Adictos a la nostalgia
Entre pinchazo y pinchazo, Mark Renton y Sick Boy se concedieron un descanso y fueron a su parque favorito. Brillaba el sol en Edimburgo, y esto era una rareza que no se podía desaprovechar. Así que los colegas se despejaron, cogieron su rifle de aire comprimido y se dispusieron a afinar la puntería con los testículos de un perro. Mientras iban preparando el tiro, fueron filosofando. Que si Sean Connery aquí, que si Ursula Andress allá... Que si la conclusión a tanto rollo era que «todos envejecemos, dejamos de molar y morimos».
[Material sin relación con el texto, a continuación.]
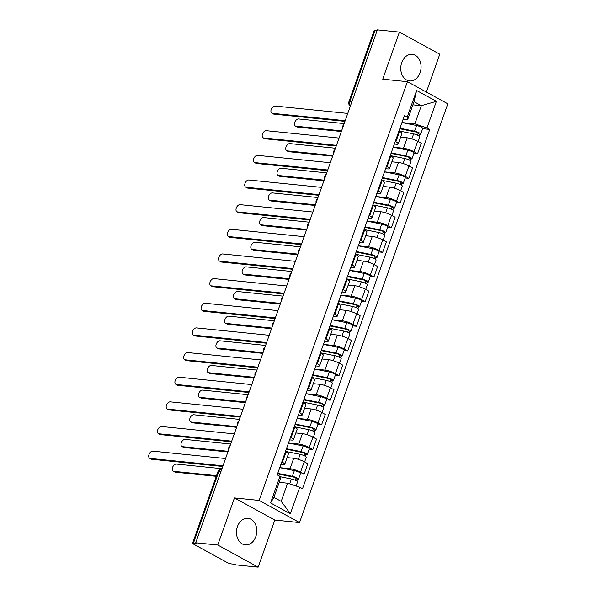 <?xml version="1.0" encoding="UTF-8"?>
<svg xmlns="http://www.w3.org/2000/svg" width="597" height="597" viewBox="0 0 597 597"><rect width="100%" height="100%" fill="white"/><g stroke="black" fill="none" stroke-linecap="round" stroke-linejoin="round"><path stroke-width="0.9" d="M401.744 62.61A13.343 10.127 95.8 0 0 409.579 80.923A13.343 10.127 95.8 0 0 420.101 72.685A13.343 10.127 95.8 0 0 412.266 54.372A13.343 10.127 95.8 0 0 401.744 62.61M237.449 526.554A13.343 10.127 95.8 0 0 245.285 544.86A13.343 10.127 95.8 0 0 255.815 536.621A13.343 10.127 95.8 0 0 247.979 518.315A13.343 10.127 95.8 0 0 237.449 526.554M426.385 92.065L439.78 54.223L399.408 32.089L377.364 29.85L195.726 542.777L217.771 545.016L258.15 567.15L274.821 520.062L299.53 522.569L447.817 103.818L407.438 81.685L259.15 500.428L234.449 497.92L217.771 545.016M258.15 567.15L236.099 564.911L234.919 564.269L231.487 563.919A3.418 0.679 -160.5 0 1 226.92 562.404L193.607 544.136A3.418 0.679 -160.5 0 1 192.6 543.225L217.942 471.637A3.418 0.679 19.5 0 1 218.815 471.488L193.465 543.076A3.418 0.679 -160.5 0 0 192.6 543.225M399.408 32.089L382.737 79.177L407.438 81.685M351.834 101.938L349.752 101.729A3.418 0.679 19.5 0 0 348.887 101.878L374.237 30.298A3.418 0.679 19.5 0 1 375.103 30.148L349.752 101.729A3.418 2.597 95.8 0 0 350.469 105.788M377.185 30.357L375.103 30.148M193.465 543.076L196.898 543.419L195.726 542.777M277.739 473.354L292.358 476.309A4.276 0.851 19.5 0 1 296.567 477.727A4.276 0.851 19.5 0 1 298.5 479.212L300.515 473.525A4.276 0.851 19.5 0 0 298.582 472.04A4.276 0.851 19.5 0 0 294.373 470.615L279.754 467.667L290.015 468.705A7.865 1.567 19.5 0 1 300.522 472.19L304.119 474.16L307.806 463.727L304.216 461.765A7.865 1.567 -160.5 0 0 293.709 458.272L287.112 457.608M284.717 464.362L288.411 453.929A7.865 1.567 -160.5 0 0 286.09 451.825L282.396 462.25A7.865 1.567 19.5 0 1 284.717 464.362A7.865 1.567 19.5 0 1 282.717 464.705L280.866 464.518M282.396 462.25L281.784 461.914M300.425 473.787L304.119 474.16M286.09 451.825L285.478 451.489M286.463 448.705L301.089 451.653A4.276 0.851 19.5 0 1 305.298 453.078A4.276 0.851 19.5 0 1 307.231 454.563L309.246 448.877A4.276 0.851 19.5 0 0 307.313 447.392A4.276 0.851 19.5 0 0 303.104 445.966L288.478 443.011L298.746 444.056A7.865 1.567 19.5 0 1 309.253 447.541L312.843 449.511L316.537 439.079L312.947 437.108A7.865 1.567 -160.5 0 0 302.44 433.623L295.843 432.959M290.515 437.265L291.127 437.601A7.865 1.567 19.5 0 1 293.448 439.713A7.865 1.567 19.5 0 1 291.448 440.056L289.597 439.862M309.156 449.131L312.843 449.511M293.448 439.713L297.142 429.28A7.865 1.567 -160.5 0 0 294.821 427.168L294.209 426.84M295.194 424.049L309.821 427.004A4.276 0.851 19.5 0 1 314.029 428.43A4.276 0.851 19.5 0 1 315.962 429.915L317.977 424.228A4.276 0.851 19.5 0 0 316.044 422.736A4.276 0.851 19.5 0 0 311.835 421.318L297.209 418.363L307.47 419.4A7.865 1.567 19.5 0 1 317.985 422.892L321.574 424.855L325.268 414.43L321.679 412.46A7.865 1.567 -160.5 0 0 311.164 408.975L304.567 408.303M299.246 412.617L299.858 412.952A7.865 1.567 19.5 0 1 302.179 415.057A7.865 1.567 19.5 0 1 300.172 415.4L298.328 415.213M317.88 424.482L321.574 424.855M302.179 415.057L305.873 404.632A7.865 1.567 -160.5 0 0 303.552 402.52L302.94 402.184M303.925 399.4L318.552 402.356A4.276 0.851 19.5 0 1 322.753 403.773A4.276 0.851 19.5 0 1 324.693 405.266L326.701 399.572A4.276 0.851 19.5 0 0 324.768 398.087A4.276 0.851 19.5 0 0 320.559 396.662L305.94 393.714L316.201 394.751A7.865 1.567 19.5 0 1 326.716 398.236L330.305 400.206L333.999 389.774L330.41 387.811A7.865 1.567 -160.5 0 0 319.895 384.326L313.298 383.655M307.977 387.968L308.589 388.296A7.865 1.567 19.5 0 1 310.91 390.408A7.865 1.567 19.5 0 1 308.903 390.751L307.052 390.565M326.611 399.833L330.305 400.206M310.91 390.408L314.597 379.983A7.865 1.567 -160.5 0 0 312.276 377.871L311.671 377.535M312.656 374.752L327.275 377.7A4.276 0.851 19.5 0 1 331.484 379.125A4.276 0.851 19.5 0 1 333.417 380.61L335.432 374.923A4.276 0.851 19.5 0 0 333.499 373.438A4.276 0.851 19.5 0 0 329.29 372.013L314.671 369.065L324.932 370.103A7.865 1.567 19.5 0 1 335.439 373.588L339.036 375.558L342.723 365.125L339.133 363.155A7.865 1.567 -160.5 0 0 328.626 359.67L322.029 359.006M316.701 363.312L317.313 363.648A7.865 1.567 19.5 0 1 319.634 365.76A7.865 1.567 19.5 0 1 317.634 366.103L315.783 365.916M335.342 375.185L339.036 375.558M319.634 365.76L323.328 355.327A7.865 1.567 -160.5 0 0 321.007 353.223L320.395 352.887M321.387 350.103L336.007 353.051A4.276 0.851 19.5 0 1 340.215 354.476A4.276 0.851 19.5 0 1 342.148 355.961L344.163 350.275A4.276 0.851 19.5 0 0 342.23 348.782A4.276 0.851 19.5 0 0 338.021 347.364L323.395 344.409L333.663 345.454A7.865 1.567 19.5 0 1 344.171 348.939L347.76 350.902L351.454 340.477L347.864 338.506A7.865 1.567 -160.5 0 0 337.357 335.021L330.76 334.35M325.432 338.663L326.044 338.999A7.865 1.567 19.5 0 1 328.365 341.111A7.865 1.567 19.5 0 1 326.365 341.447L324.514 341.26M344.073 350.529L347.76 350.902M328.365 341.111L332.059 330.678A7.865 1.567 -160.5 0 0 329.738 328.566L329.126 328.231M330.111 325.447L344.738 328.402A4.276 0.851 19.5 0 1 348.947 329.82A4.276 0.851 19.5 0 1 350.879 331.313L352.894 325.619A4.276 0.851 19.5 0 0 350.961 324.134A4.276 0.851 19.5 0 0 346.753 322.708L332.126 319.761L342.387 320.798A7.865 1.567 19.5 0 1 352.902 324.283L356.491 326.253L360.185 315.828L356.596 313.858A7.865 1.567 -160.5 0 0 346.081 310.373L339.484 309.701M334.163 314.015L334.775 314.35A7.865 1.567 19.5 0 1 337.096 316.455A7.865 1.567 19.5 0 1 335.089 316.798L333.245 316.611M352.797 325.88L356.491 326.253M337.096 316.455L340.79 306.03A7.865 1.567 -160.5 0 0 338.469 303.918L337.857 303.582M338.842 300.798L353.469 303.746A4.276 0.851 19.5 0 1 357.67 305.171A4.276 0.851 19.5 0 1 359.61 306.657L361.618 300.97A4.276 0.851 19.5 0 0 359.685 299.485A4.276 0.851 19.5 0 0 355.484 298.06L340.857 295.112L351.118 296.149A7.865 1.567 19.5 0 1 361.633 299.634L365.222 301.604L368.916 291.172L365.327 289.209A7.865 1.567 -160.5 0 0 354.812 285.717L348.215 285.053M342.894 289.358L343.506 289.694A7.865 1.567 19.5 0 1 345.827 291.806A7.865 1.567 19.5 0 1 343.82 292.149L341.969 291.963M361.528 301.231L365.222 301.604M345.827 291.806L349.521 281.374A7.865 1.567 -160.5 0 0 347.193 279.269L346.588 278.933M347.573 276.15L362.192 279.097A4.276 0.851 19.5 0 1 366.401 280.523A4.276 0.851 19.5 0 1 368.334 282.008L370.349 276.321A4.276 0.851 19.5 0 0 368.416 274.829A4.276 0.851 19.5 0 0 364.207 273.411L349.588 270.456L359.849 271.501A7.865 1.567 19.5 0 1 370.356 274.986L373.953 276.956L377.64 266.523L374.05 264.553A7.865 1.567 -160.5 0 0 363.543 261.068L356.946 260.396M351.618 264.71L352.23 265.046A7.865 1.567 19.5 0 1 354.551 267.157A7.865 1.567 19.5 0 1 352.551 267.493L350.7 267.307M370.259 276.575L373.953 276.956M354.551 267.157L358.245 256.725A7.865 1.567 -160.5 0 0 355.924 254.613L355.312 254.285M356.305 251.494L370.924 254.449A4.276 0.851 19.5 0 1 375.132 255.874A4.276 0.851 19.5 0 1 377.065 257.359L379.08 251.673A4.276 0.851 19.5 0 0 377.147 250.18A4.276 0.851 19.5 0 0 372.938 248.762L358.312 245.807L368.58 246.845A7.865 1.567 19.5 0 1 379.088 250.337L382.677 252.3L386.371 241.875L382.781 239.904A7.865 1.567 -160.5 0 0 372.274 236.419L365.677 235.748M360.349 240.061L360.961 240.397A7.865 1.567 19.5 0 1 363.282 242.501A7.865 1.567 19.5 0 1 361.282 242.845L359.431 242.658M378.991 251.927L382.677 252.3M363.282 242.501L366.976 232.076A7.865 1.567 -160.5 0 0 364.655 229.964L364.043 229.629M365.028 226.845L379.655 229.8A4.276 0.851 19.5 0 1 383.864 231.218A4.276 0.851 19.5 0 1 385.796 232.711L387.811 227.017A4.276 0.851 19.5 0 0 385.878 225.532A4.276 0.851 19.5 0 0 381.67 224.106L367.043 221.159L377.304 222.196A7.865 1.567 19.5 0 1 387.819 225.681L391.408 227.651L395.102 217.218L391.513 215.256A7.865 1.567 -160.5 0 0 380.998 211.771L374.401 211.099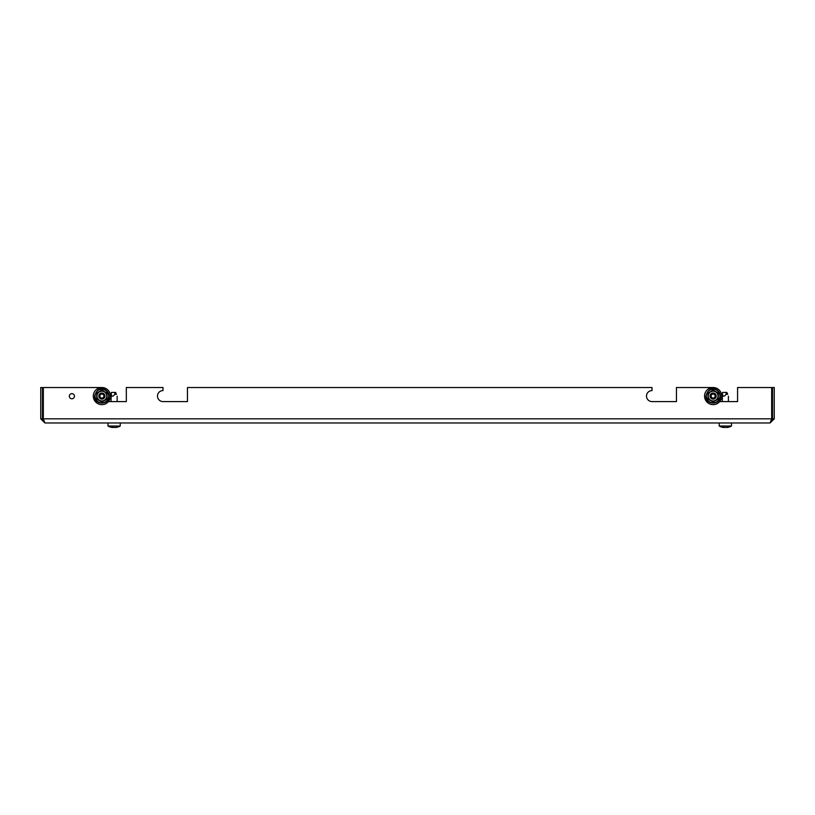 <?xml version="1.0" encoding="UTF-8"?>
<svg xmlns="http://www.w3.org/2000/svg" width="815" height="815" viewBox="0 0 815 815"><rect width="100%" height="100%" fill="white"/><g stroke="black" fill="none" stroke-linecap="round" stroke-linejoin="round"><path stroke-width="1.22" d="M71.893 393.635A2.567 2.567 0 0 0 69.326 396.202A2.567 2.567 0 0 0 71.893 398.769A2.567 2.567 0 0 0 74.46 396.202A2.567 2.567 0 0 0 71.893 393.635M713.125 387.522A8.558 8.558 0 0 1 721.683 396.08A8.558 8.558 0 0 1 713.125 404.637A8.558 8.558 0 0 1 704.568 396.08A8.558 8.558 0 0 1 713.125 387.522L676.45 387.522L676.45 401.581L652 401.581L676.45 401.581M43.725 420.418L42.462 418.818L40.75 418.818L44.907 422.975L770.093 422.975L771.673 418.818L771.673 387.522L737.575 387.522L737.575 401.581L719.676 401.581L722.294 401.581L722.457 394.328C722.986 396.457 723.954 396.742 725.35 395.183L725.941 394.328L727.652 394.328C728.641 396.762 728.641 396.762 727.652 394.328C728.641 396.762 728.641 396.762 727.652 394.328C728.641 396.762 728.641 396.762 727.652 394.328C728.641 396.762 728.641 396.762 727.652 394.328L726.878 392.412L722.661 392.412L722.355 393.727M652 390.579A5.501 5.501 0 0 0 646.499 396.08A5.501 5.501 0 0 0 652 401.581A5.501 5.501 0 0 1 646.499 396.08A5.501 5.501 0 0 1 652 390.579L652 387.522L187.45 387.522L187.45 401.581L163 401.581L187.45 401.581M163 390.579A5.501 5.501 0 0 0 157.499 396.08A5.501 5.501 0 0 0 163 401.581A5.501 5.501 0 0 1 157.499 396.08A5.501 5.501 0 0 1 163 390.579L163 387.522L126.325 387.522L126.325 401.581L108.426 401.581L111.044 401.581L111.207 394.328C111.737 396.457 112.704 396.742 114.1 395.183L114.691 394.328L116.402 394.328C117.391 396.762 117.391 396.762 116.402 394.328C117.391 396.762 117.391 396.762 116.402 394.328C117.391 396.762 117.391 396.762 116.402 394.328C117.391 396.762 117.391 396.762 116.402 394.328L115.628 392.412L111.41 392.412L111.207 394.328C111.737 396.457 112.704 396.742 114.1 395.183M770.093 422.975L774.25 418.818L772.539 418.818L772.539 387.522L774.25 387.522L774.25 418.818M771.102 421.039L772.539 418.818M44.907 422.975L43.327 418.818L43.327 387.522L101.875 387.522A8.558 8.558 0 0 1 110.433 396.08A8.558 8.558 0 0 1 101.875 404.637A8.558 8.558 0 0 1 93.317 396.08A8.558 8.558 0 0 1 101.875 387.522M40.75 418.818L40.75 387.522L42.462 387.522L42.462 418.818M771.673 418.818L43.327 418.818L43.715 420.387M117.156 396.192L117.156 401.581L126.325 401.581M728.406 396.192L728.406 401.581L737.575 401.581M723.608 427.468A12.449 10.789 -90 0 1 722.783 427.345L722.783 427.345A12.449 10.789 -90 0 0 723.608 427.468L724.341 427.345A12.449 10.789 90 0 0 725.167 427.468L725.167 427.468M726.359 427.345L726.909 427.345L726.359 427.345A12.449 10.789 -90 0 1 725.533 427.468A12.449 10.789 -90 0 0 726.359 427.345L727.092 427.468A12.449 10.789 90 0 0 727.917 427.345L727.917 427.345M112.358 427.468A12.449 10.789 -90 0 1 111.533 427.345L111.533 427.345A12.449 10.789 -90 0 0 112.358 427.468L113.091 427.345A12.449 10.789 90 0 0 113.917 427.468L113.917 427.468M115.659 427.468L115.109 427.345A12.449 10.789 -90 0 1 114.283 427.468A12.449 10.789 -90 0 0 115.109 427.345L115.842 427.468A12.449 10.789 90 0 0 116.667 427.345L116.667 427.345A12.449 10.789 90 0 1 115.842 427.468M104.931 396.08A3.056 3.056 0 0 0 101.875 393.024A3.056 3.056 0 0 0 98.819 396.08A3.056 3.056 0 0 0 101.875 399.136A3.056 3.056 0 0 0 104.931 396.08M99.308 396.08A2.567 2.567 0 0 1 101.875 393.513A2.567 2.567 0 0 1 104.442 396.08A2.567 2.567 0 0 1 101.875 398.647A2.567 2.567 0 0 1 99.308 396.08M96.73 399.055L96.73 393.105L101.875 390.13L107.02 393.105L107.02 399.055L101.875 402.019L96.73 399.055L99.43 400.308A4.89 4.89 0 0 0 104.32 400.308L101.875 401.724L104.32 400.308A4.89 4.89 0 0 0 106.765 396.08L106.765 398.902L104.32 400.308M105.451 399.656L106.765 398.902L106.765 396.08A4.89 4.89 0 0 0 104.32 391.842L101.875 390.436L99.43 391.842L101.875 390.436L104.32 391.842L106.765 393.258L106.765 396.08M101.702 401.622L99.43 400.308A4.89 4.89 0 0 1 96.985 396.08L96.985 393.258L99.43 391.842A4.89 4.89 0 0 0 96.985 396.08M104.32 391.842A4.89 4.89 0 0 0 99.43 391.842M101.875 398.097A2.017 2.017 0 0 1 99.858 396.08A2.017 2.017 0 0 1 101.875 394.063A2.017 2.017 0 0 1 103.892 396.08A2.017 2.017 0 0 1 101.875 398.097M101.875 398.525A2.445 2.445 0 0 1 99.43 396.08A2.445 2.445 0 0 1 101.875 393.635A2.445 2.445 0 0 1 104.32 396.08A2.445 2.445 0 0 1 101.875 398.525M716.181 396.08A3.056 3.056 0 0 0 713.125 393.024A3.056 3.056 0 0 0 710.069 396.08A3.056 3.056 0 0 0 713.125 399.136A3.056 3.056 0 0 0 716.181 396.08M710.558 396.08A2.567 2.567 0 0 1 713.125 393.513A2.567 2.567 0 0 1 715.692 396.08A2.567 2.567 0 0 1 713.125 398.647A2.567 2.567 0 0 1 710.558 396.08M707.98 399.055L707.98 393.105L713.125 390.13L718.27 393.105L718.27 399.055L713.125 402.019L707.98 399.055L710.68 400.308A4.89 4.89 0 0 0 715.57 400.308L713.125 401.724L715.57 400.308A4.89 4.89 0 0 0 718.015 396.08L718.015 398.902L715.57 400.308M716.701 399.656L718.015 398.902L718.015 396.08A4.89 4.89 0 0 0 715.57 391.842L713.125 390.436L710.68 391.842L713.125 390.436L715.57 391.842L718.015 393.258L718.015 396.08M712.952 401.622L710.68 400.308A4.89 4.89 0 0 1 708.235 396.08L708.235 393.258L710.68 391.842A4.89 4.89 0 0 0 708.235 396.08M715.57 391.842A4.89 4.89 0 0 0 710.68 391.842M713.125 398.097A2.017 2.017 0 0 1 711.108 396.08A2.017 2.017 0 0 1 713.125 394.063A2.017 2.017 0 0 1 715.142 396.08A2.017 2.017 0 0 1 713.125 398.097M713.125 398.525A2.445 2.445 0 0 1 710.68 396.08A2.445 2.445 0 0 1 713.125 393.635A2.445 2.445 0 0 1 715.57 396.08A2.445 2.445 0 0 1 713.125 398.525M728.101 427.315A12.551 12.551 0 0 0 731.462 426.031L731.462 422.975L719.238 422.975L719.238 426.031A12.551 12.551 0 0 0 722.599 427.315M731.462 426.031L719.238 426.031M723.791 426.031L723.791 427.345M116.851 427.315A12.551 12.551 0 0 0 120.213 426.031L120.213 422.975L107.988 422.975L107.988 426.031A12.551 12.551 0 0 0 111.349 427.315M120.213 426.031L107.988 426.031M112.541 426.031L112.541 427.468L113.091 427.345M95.08 396.08A6.795 6.795 0 0 0 101.875 402.875A6.795 6.795 0 0 0 108.67 396.08A6.795 6.795 0 0 0 101.875 389.275A6.795 6.795 0 0 0 95.08 396.08M706.33 396.08A6.795 6.795 0 0 0 713.125 402.875A6.795 6.795 0 0 0 719.92 396.08A6.795 6.795 0 0 0 713.125 389.275A6.795 6.795 0 0 0 706.33 396.08M725.941 394.328L726.328 392.412M114.691 394.328L115.078 392.412M109.088 396.08C109.536 405.381 94.214 405.381 94.662 396.08C98.218 383.03 109.424 389.906 109.088 396.08M720.338 396.08C720.786 405.381 705.464 405.381 705.912 396.08C709.468 383.03 720.674 389.906 720.338 396.08M722.661 392.412L722.294 393.319M111.41 392.412L111.044 393.319"/></g></svg>

Era 1996 y por aquel entonces parecía que nadie molaba más que Danny Boyle, Ewan McGregor y compañía. El mundo iba a tener la oportunidad de acercarse a la obra de Irvine Welsh de la mano de una troupe escocesa dispuesta a remover el panorama cinematográfico de aquel entonces. Y así fue: “Trainspotting” fue un éxito descomunal que trascendió rápidamente la categoría de película de culto para alcanzar el nivel de hito generacional. La segunda parte, tanto por disponibilidad de materia literaria como por lógicas de la industria fílmica, era cuestión de tiempo.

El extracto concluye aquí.